- EXERCISE
Your response should be an exact transcription of the data, images excluded.

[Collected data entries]
__________________________________________________

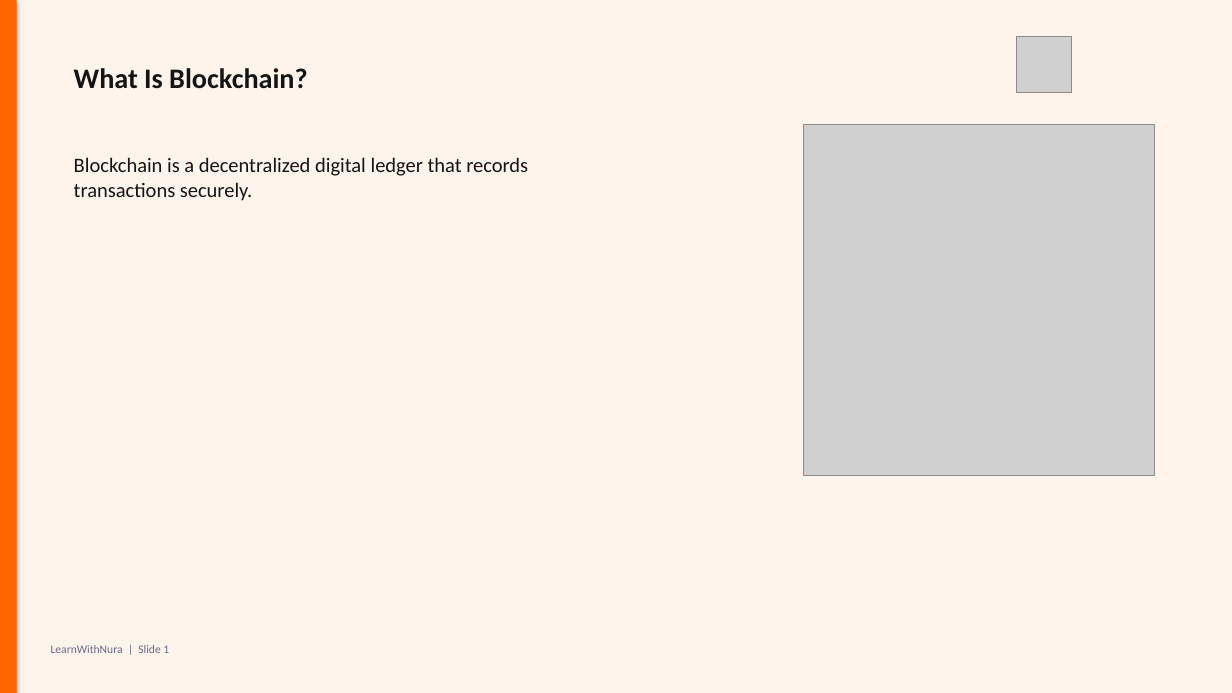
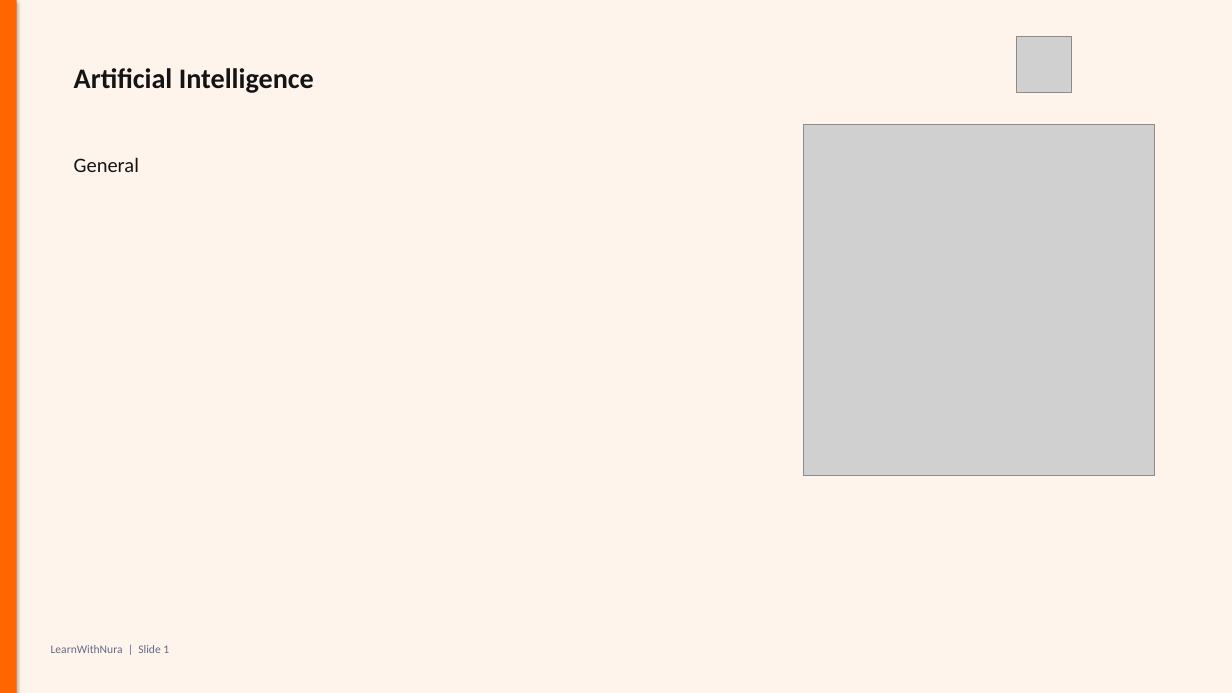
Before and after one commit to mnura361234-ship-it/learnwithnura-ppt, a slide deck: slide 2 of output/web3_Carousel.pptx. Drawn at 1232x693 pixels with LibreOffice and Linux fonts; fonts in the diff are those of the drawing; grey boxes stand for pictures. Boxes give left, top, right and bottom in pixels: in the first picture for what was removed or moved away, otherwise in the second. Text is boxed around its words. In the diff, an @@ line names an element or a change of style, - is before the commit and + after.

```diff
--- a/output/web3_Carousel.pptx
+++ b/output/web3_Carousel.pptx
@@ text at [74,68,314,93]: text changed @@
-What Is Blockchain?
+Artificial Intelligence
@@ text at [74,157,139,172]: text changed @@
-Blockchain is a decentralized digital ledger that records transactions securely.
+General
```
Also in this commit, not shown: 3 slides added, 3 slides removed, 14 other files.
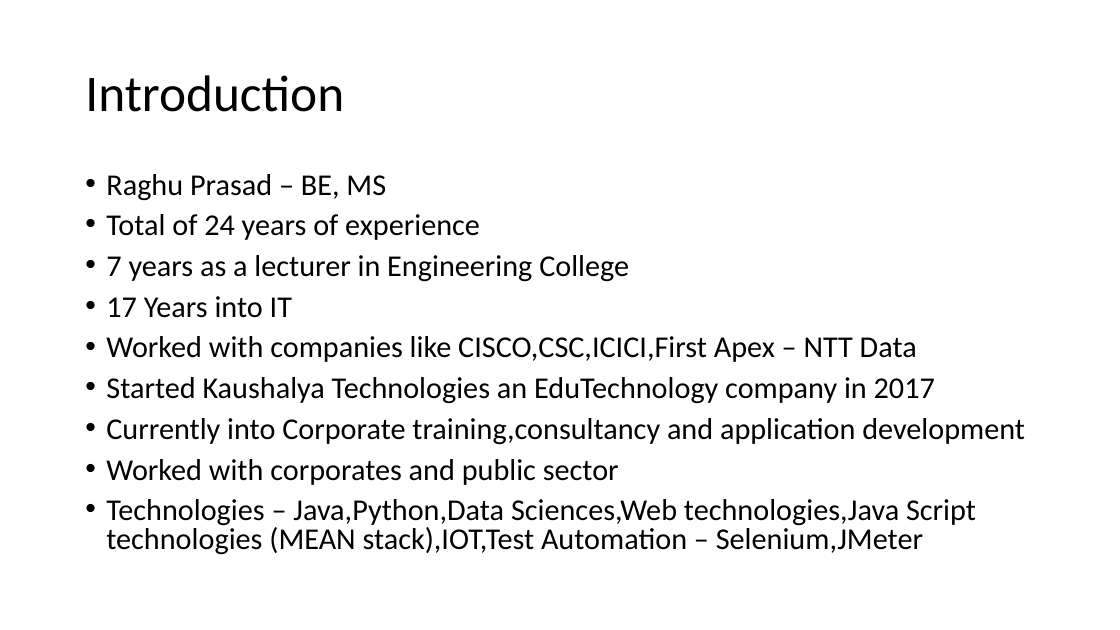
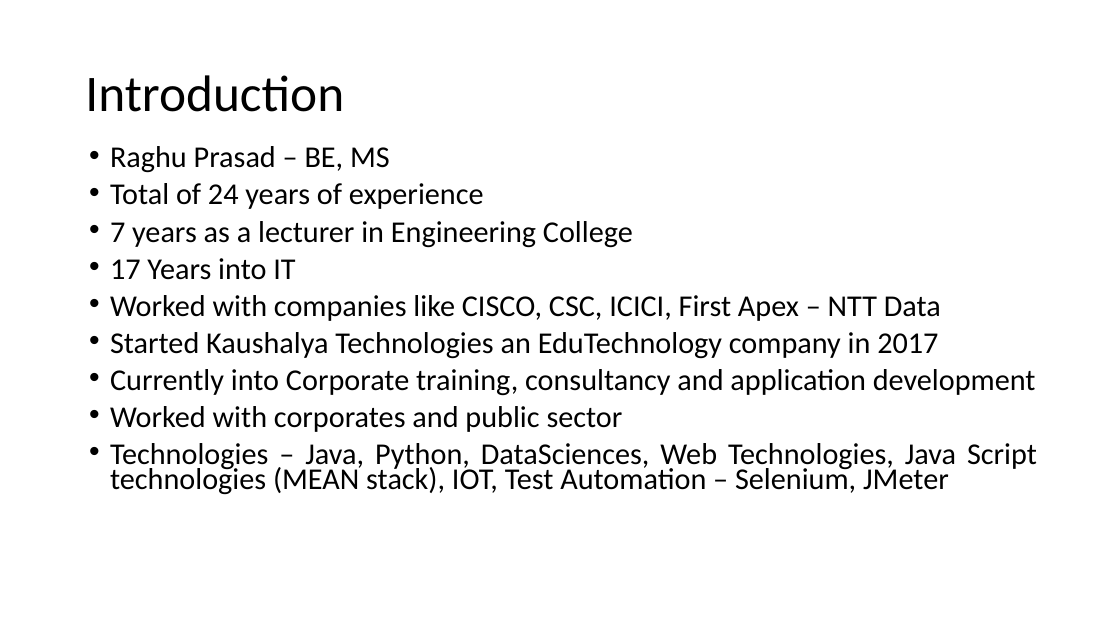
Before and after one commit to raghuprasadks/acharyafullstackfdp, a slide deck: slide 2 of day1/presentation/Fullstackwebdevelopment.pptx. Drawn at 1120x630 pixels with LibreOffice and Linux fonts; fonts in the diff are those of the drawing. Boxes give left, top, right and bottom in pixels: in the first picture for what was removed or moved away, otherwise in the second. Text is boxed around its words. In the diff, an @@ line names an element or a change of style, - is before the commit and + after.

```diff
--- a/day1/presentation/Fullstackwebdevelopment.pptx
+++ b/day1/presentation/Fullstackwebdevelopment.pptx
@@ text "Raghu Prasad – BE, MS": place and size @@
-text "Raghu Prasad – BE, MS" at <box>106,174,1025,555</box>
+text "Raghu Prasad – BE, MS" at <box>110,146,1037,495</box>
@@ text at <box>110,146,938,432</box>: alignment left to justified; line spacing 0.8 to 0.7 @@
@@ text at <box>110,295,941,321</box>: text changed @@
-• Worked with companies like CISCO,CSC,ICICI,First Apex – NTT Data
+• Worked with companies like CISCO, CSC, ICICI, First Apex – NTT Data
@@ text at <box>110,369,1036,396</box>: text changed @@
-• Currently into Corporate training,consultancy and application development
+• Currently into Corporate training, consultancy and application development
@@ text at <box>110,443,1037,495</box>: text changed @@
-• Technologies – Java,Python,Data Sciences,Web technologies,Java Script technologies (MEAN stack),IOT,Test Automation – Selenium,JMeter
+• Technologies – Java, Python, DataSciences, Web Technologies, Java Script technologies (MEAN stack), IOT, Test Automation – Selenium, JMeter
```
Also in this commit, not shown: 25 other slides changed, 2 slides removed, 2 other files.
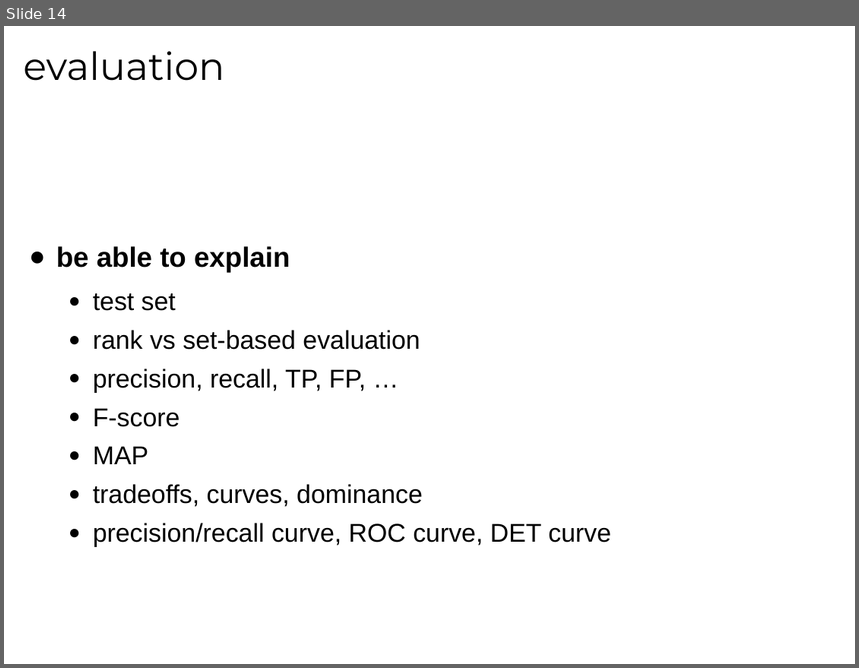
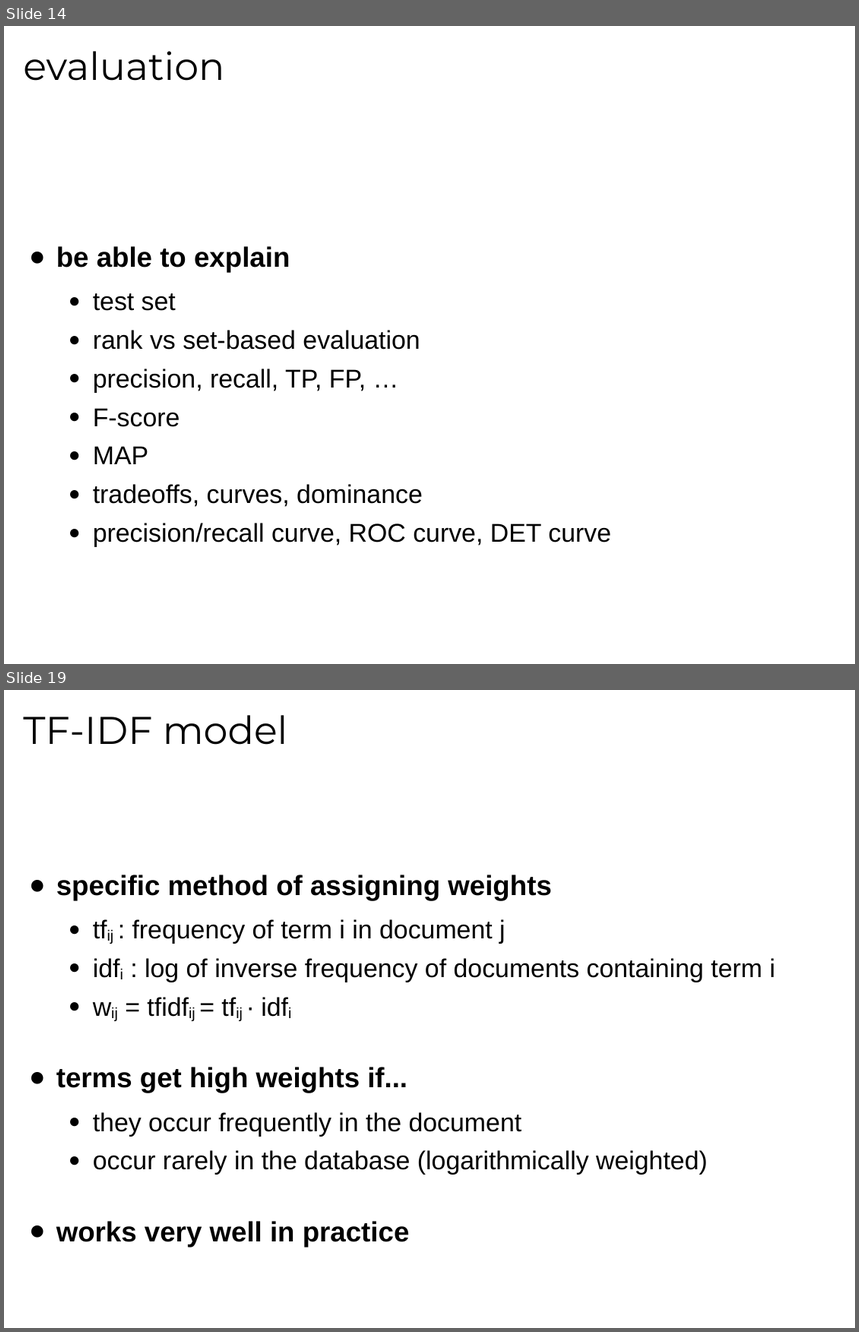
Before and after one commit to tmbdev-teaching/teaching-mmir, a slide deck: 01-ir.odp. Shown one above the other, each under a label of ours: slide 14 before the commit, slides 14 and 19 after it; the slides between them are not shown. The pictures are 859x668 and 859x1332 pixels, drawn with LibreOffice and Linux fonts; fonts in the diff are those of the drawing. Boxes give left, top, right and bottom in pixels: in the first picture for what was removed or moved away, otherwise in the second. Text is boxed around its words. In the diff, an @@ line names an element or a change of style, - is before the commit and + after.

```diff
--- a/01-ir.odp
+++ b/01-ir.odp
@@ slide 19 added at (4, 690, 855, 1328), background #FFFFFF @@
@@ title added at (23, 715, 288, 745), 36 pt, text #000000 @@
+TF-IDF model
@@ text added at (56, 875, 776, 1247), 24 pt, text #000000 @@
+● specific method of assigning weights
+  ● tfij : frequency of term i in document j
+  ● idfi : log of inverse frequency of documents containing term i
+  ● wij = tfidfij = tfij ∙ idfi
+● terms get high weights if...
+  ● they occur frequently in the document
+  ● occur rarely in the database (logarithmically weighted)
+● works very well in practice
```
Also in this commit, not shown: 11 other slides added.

__________________________________________________

- EXERCISE ANSWER
Before and after one commit to mnura361234-ship-it/learnwithnura-ppt, a slide deck: slide 2 of output/web3_Carousel.pptx. Drawn at 1232x693 pixels with LibreOffice and Linux fonts; fonts in the diff are those of the drawing; grey boxes stand for pictures. Boxes give left, top, right and bottom in pixels: in the first picture for what was removed or moved away, otherwise in the second. Text is boxed around its words. In the diff, an @@ line names an element or a change of style, - is before the commit and + after.

```diff
--- a/output/web3_Carousel.pptx
+++ b/output/web3_Carousel.pptx
@@ text at [74,68,314,93]: text changed @@
-What Is Blockchain?
+Artificial Intelligence
@@ text at [74,157,139,172]: text changed @@
-Blockchain is a decentralized digital ledger that records transactions securely.
+General
```
Also in this commit, not shown: 3 slides added, 3 slides removed, 14 other files.
Before and after one commit to raghuprasadks/acharyafullstackfdp, a slide deck: slide 2 of day1/presentation/Fullstackwebdevelopment.pptx. Drawn at 1120x630 pixels with LibreOffice and Linux fonts; fonts in the diff are those of the drawing. Boxes give left, top, right and bottom in pixels: in the first picture for what was removed or moved away, otherwise in the second. Text is boxed around its words. In the diff, an @@ line names an element or a change of style, - is before the commit and + after.

```diff
--- a/day1/presentation/Fullstackwebdevelopment.pptx
+++ b/day1/presentation/Fullstackwebdevelopment.pptx
@@ text "Raghu Prasad – BE, MS": place and size @@
-text "Raghu Prasad – BE, MS" at <box>106,174,1025,555</box>
+text "Raghu Prasad – BE, MS" at <box>110,146,1037,495</box>
@@ text at <box>110,146,938,432</box>: alignment left to justified; line spacing 0.8 to 0.7 @@
@@ text at <box>110,295,941,321</box>: text changed @@
-• Worked with companies like CISCO,CSC,ICICI,First Apex – NTT Data
+• Worked with companies like CISCO, CSC, ICICI, First Apex – NTT Data
@@ text at <box>110,369,1036,396</box>: text changed @@
-• Currently into Corporate training,consultancy and application development
+• Currently into Corporate training, consultancy and application development
@@ text at <box>110,443,1037,495</box>: text changed @@
-• Technologies – Java,Python,Data Sciences,Web technologies,Java Script technologies (MEAN stack),IOT,Test Automation – Selenium,JMeter
+• Technologies – Java, Python, DataSciences, Web Technologies, Java Script technologies (MEAN stack), IOT, Test Automation – Selenium, JMeter
```
Also in this commit, not shown: 25 other slides changed, 2 slides removed, 2 other files.
Before and after one commit to tmbdev-teaching/teaching-mmir, a slide deck: 01-ir.odp. Shown one above the other, each under a label of ours: slide 14 before the commit, slides 14 and 19 after it; the slides between them are not shown. The pictures are 859x668 and 859x1332 pixels, drawn with LibreOffice and Linux fonts; fonts in the diff are those of the drawing. Boxes give left, top, right and bottom in pixels: in the first picture for what was removed or moved away, otherwise in the second. Text is boxed around its words. In the diff, an @@ line names an element or a change of style, - is before the commit and + after.

```diff
--- a/01-ir.odp
+++ b/01-ir.odp
@@ slide 19 added at (4, 690, 855, 1328), background #FFFFFF @@
@@ title added at (23, 715, 288, 745), 36 pt, text #000000 @@
+TF-IDF model
@@ text added at (56, 875, 776, 1247), 24 pt, text #000000 @@
+● specific method of assigning weights
+  ● tfij : frequency of term i in document j
+  ● idfi : log of inverse frequency of documents containing term i
+  ● wij = tfidfij = tfij ∙ idfi
+● terms get high weights if...
+  ● they occur frequently in the document
+  ● occur rarely in the database (logarithmically weighted)
+● works very well in practice
```
Also in this commit, not shown: 11 other slides added.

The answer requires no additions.